Day 1 post-implants. No pain at all to report. No bleeding, no swelling. Just a couple of new gaps to get used to until I get the crowns.
My dentist office was supposed to call me to check on me today. I guess they don’t care. ![]()
mmm
Day 1 post-implants. No pain at all to report. No bleeding, no swelling. Just a couple of new gaps to get used to until I get the crowns.
My dentist office was supposed to call me to check on me today. I guess they don’t care. ![]()
mmm
Good for you. Dr. Thelma prescribes ice cream!
The staff cares, sort of. But it is Friday afternoon.
I still feel twinges from time to time on the second tooth (tooth 14, I believe), which was the one I had done a few years back. That one had been through 2 and a half root canals (one full RC, one second attempted RC, followed by going into the root from the side). This all began in 2004 or so. After the second / third procedures, it finally settled down for a while, then began to bug me again after a few years.
I went back to the dentist, who tried very hard to push me to go back to the endodontist. I flat out REFUSED.
A month or so later, it was gone and the implant placed. Which really allowed things to settle down.
Unfortunately, when they put the crown on, I developed those twinges again, as the spot was now getting pressure again. I think there’s just something hinky (technical term) in the anatomy there.
Make sure they size the crown right. When they put the crown on the tooth, I could feel it pressing against the tooth behind (# 15) - which already had a crown. Two days later, the back tooth’s crown popped off! Apparently the pressure from the new crown weakened the cement.
Dentist reglued it. But flossing was always a problem - shredded the floss most of the time when I tried flossing between 14 and15.
A couple years later, same thing happened.
And late last year, a THIRD time. When I went in to have that reglued, the fricking thing BROKE. Dentist had to do a temporary crown. I was pretty peeved - I pointed out that this was the third time it had happened, and that the crown on #14 had literally never fit well. The dentist wound up waiving the part of the fee for the new crown, that was not covered by insurance.
And I can now floss without problems.
To be fair, sometimes there needs to be a gap - depends on what they think of the state of the jaw at the time of the extraction.
I mentioned earlier that when I had my second one done, before the extraction I discussed with the dentist whether they could do both at once. He said he would not know until he got in there. Since I was going to be sedated, I said that it would be great if he could do them both, but left it up to him to decide at the time.
He was able to do both though it required some bone graft. That had not been needed with the first implant - but that tooth had been gone for a year or more before I decided to go the implant route, so the hole in the jaw had filled in already. My husband’s one implant went the same way (out and in same day).
I was told all my teeth were in bad shape, or would be eventually, so why not have them all taken out and do an implant-slash-bridge, with anchors implanted in dainty dots along my upper and lower jawbones, which would hold two horseshoe-shaped bridges. That would save money over having implants done piecemeal. And I fell for it.
Multiple extractions that were very unpleasant.
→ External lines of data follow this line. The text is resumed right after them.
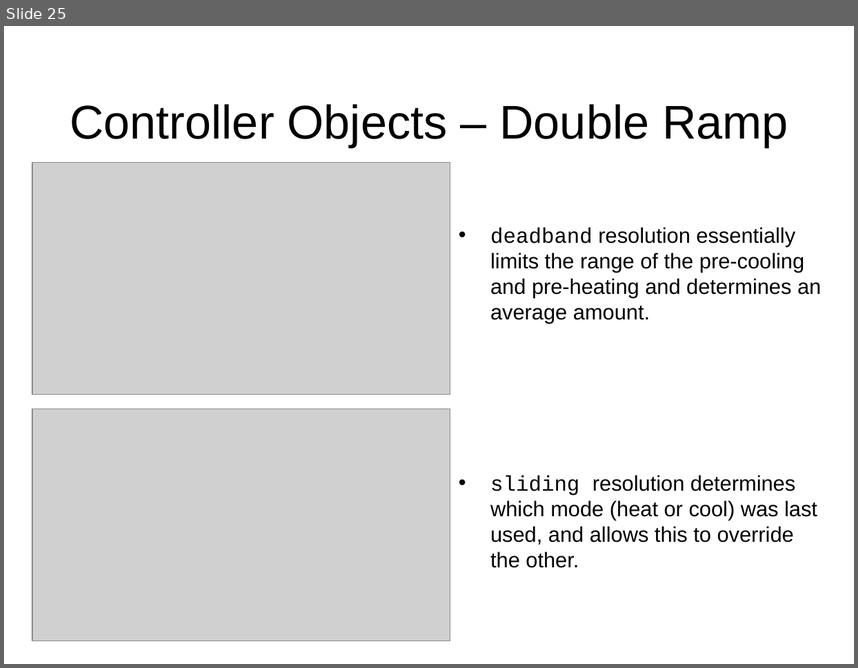
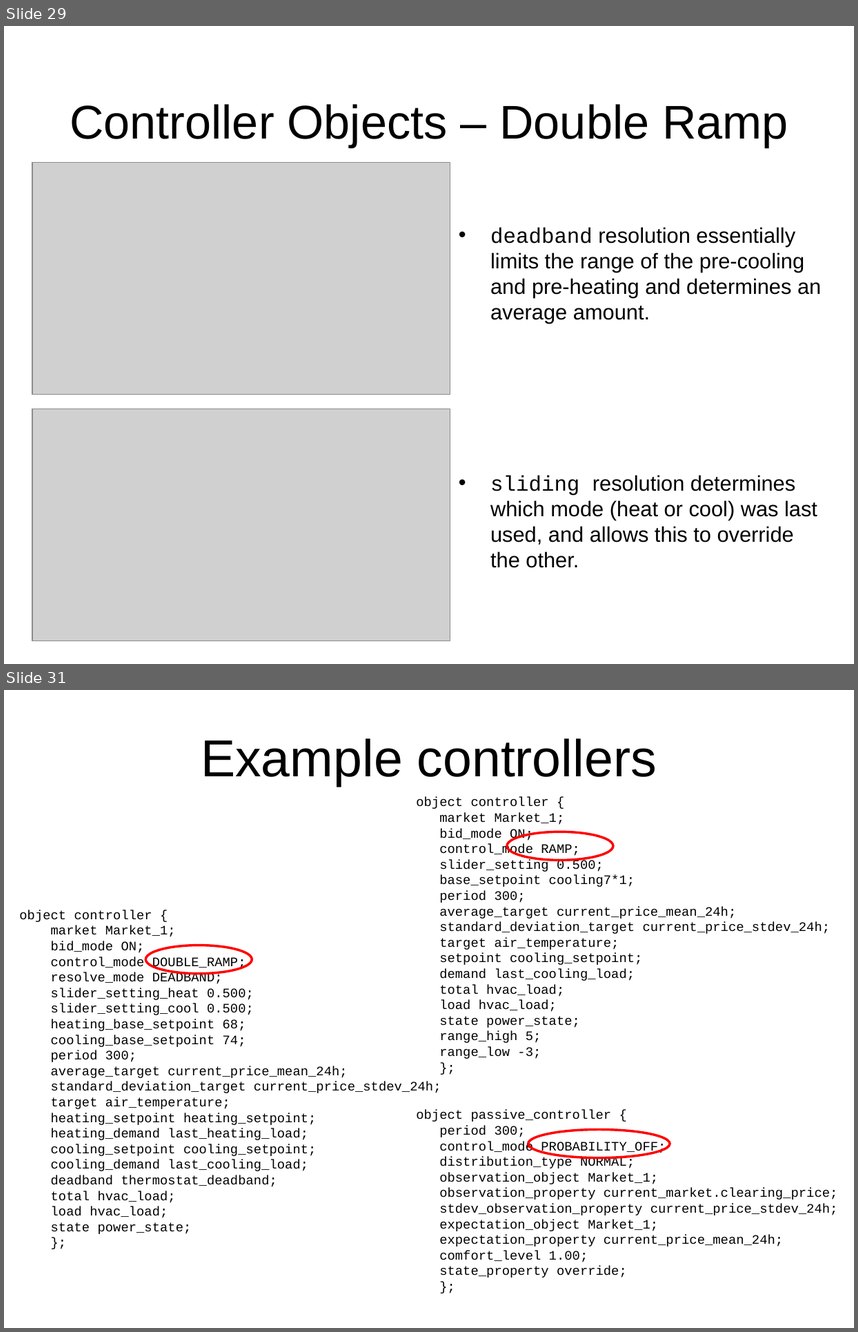
Before and after one commit to gridlab-d/course, a slide deck: FourDayCourse/5.1 - Market Module.ppt. Shown one above the other, each under a label of ours: slide 25 before the commit, slides 29 and 31 after it; the slides between them are not shown. The pictures are 858x668 and 858x1332 pixels, drawn with LibreOffice and Linux fonts; fonts in the diff are those of the drawing; grey boxes stand for pictures; background and template pictures are left out. Boxes give left, top, right and bottom in pixels: in the first picture for what was removed or moved away, otherwise in the second. Text is boxed around its words. In the diff, an @@ line names an element or a change of style, - is before the commit and + after.

Commit message:
Additional market examples and finished slides.

```diff
--- a/FourDayCourse/5.1 - Market Module.ppt
+++ b/FourDayCourse/5.1 - Market Module.ppt
@@ slide 31 added at (x1=4, y1=690, x2=854, y2=1328), background picture (left out) @@
@@ title added at (x1=201, y1=738, x2=657, y2=786), 44 pt, text #000000 @@
+Example controllers
@@ text added at (x1=416, y1=797, x2=831, y2=1058), 11 pt, text #000000 @@
+object controller {
+market Market_1;
+bid_mode ON;
+control_mode RAMP;
+slider_setting 0.500;
+base_setpoint cooling7*1;
+period 300;
+average_target current_price_mean_24h;
+standard_deviation_target current_price_stdev_24h;
+target air_temperature;
+setpoint cooling_setpoint;
+demand last_cooling_load;
+total hvac_load;
+load hvac_load;
+state power_state;
+range_high 5;
+range_low -3;
+};
@@ ellipse added at (x1=507, y1=832, x2=613, y2=860), outline #FF0000 2.01 pt @@
@@ text added at (x1=19, y1=910, x2=441, y2=1234), 11 pt, text #000000 @@
+object controller {
+market Market_1;
+bid_mode ON;
+control_mode DOUBLE_RAMP;
+resolve_mode DEADBAND;
+slider_setting_heat 0.500;
+slider_setting_cool 0.500;
+heating_base_setpoint 68;
+cooling_base_setpoint 74;
+period 300;
+average_target current_price_mean_24h;
+standard_deviation_target current_price_stdev_24h;
+target air_temperature;
+heating_setpoint heating_setpoint;
+heating_demand last_heating_load;
+cooling_setpoint cooling_setpoint;
+cooling_demand last_cooling_load;
+deadband thermostat_deadband;
+total hvac_load;
+load hvac_load;
+state power_state;
+};
@@ ellipse added at (x1=146, y1=945, x2=252, y2=973), outline #FF0000 2.01 pt @@
@@ text added at (x1=416, y1=1110, x2=838, y2=1277), 11 pt, text #000000 @@
+object passive_controller {
+period 300;
+control_mode PROBABILITY_OFF;
+distribution_type NORMAL;
+observation_object Market_1;
+observation_property current_market.clearing_price;
+stdev_observation_property current_price_stdev_24h;
+expectation_object Market_1;
+expectation_property current_price_mean_24h;
+comfort_level 1.00;
+state_property override;
+};
@@ ellipse added at (x1=528, y1=1130, x2=671, y2=1158), outline #FF0000 2.01 pt @@
@@ what was slide 25 is now slide 29 @@
```
Also in this commit, not shown: 5 slides changed, 5 other slides added, 1 slide removed, 13 other files.

Temporary choppers that broke quite often (I eventually started making my own out of Friendly Plastic craft pellets that melt in hot water and are moldable before they cool, and are actually quite strong once they do, because why replace brittle temps with more brittle temps, which came with an implied moral judgment that I ought not to bite so hard.) Each extraction included insertion of dead-guy ground up bone powder that took months to settle in, before they could install the anchors. Finally was ready to receive my perms. First set I got, made from zirconium of some sort (and looking way too perfect like I’m some sort of vain American tourist, which may be true but not what I wanted) broke. They put in more temps, which also broke. Am awaiting new perms. Total time spent, three years and counting. Cost, don’t ask.
The new uppers and lowers feel weird, like if there were a layer of Topps bubble gum, the kind that was a slab that came with baseball cards, inserted between my teeth and my gums. Sort of rubbery, sort of spongy. Getting used to it is hard. I have this urge to clench which is mostly unconscious and hard to stop. But that’s how it’s gonna be from now on.
I can’t imagine that leaving whatever natural teeth I had in place until they absolutely had to go would have been any worse. Wanna trade places?
And here I am fresh from the dentist office with two brand new implants and a smile that I will be more than happy to deploy going forward.
It was a lonnng path (a year and a half since I took the first step) but my day has arrived. The final visit was a little disconcerting - the dentist was cranking on my implants with a torque wrench, no pain but much scary pressure - but all in all not as big an ordeal as I had feared.
I am as happy as a clam at high tide.
Implants: mmm-recommended.
mmm
You’ll need to be careful to clean carefully at the base of the implanted teeth.
Now I just do normal brushing and flossing. My implant tooth was put in 2012.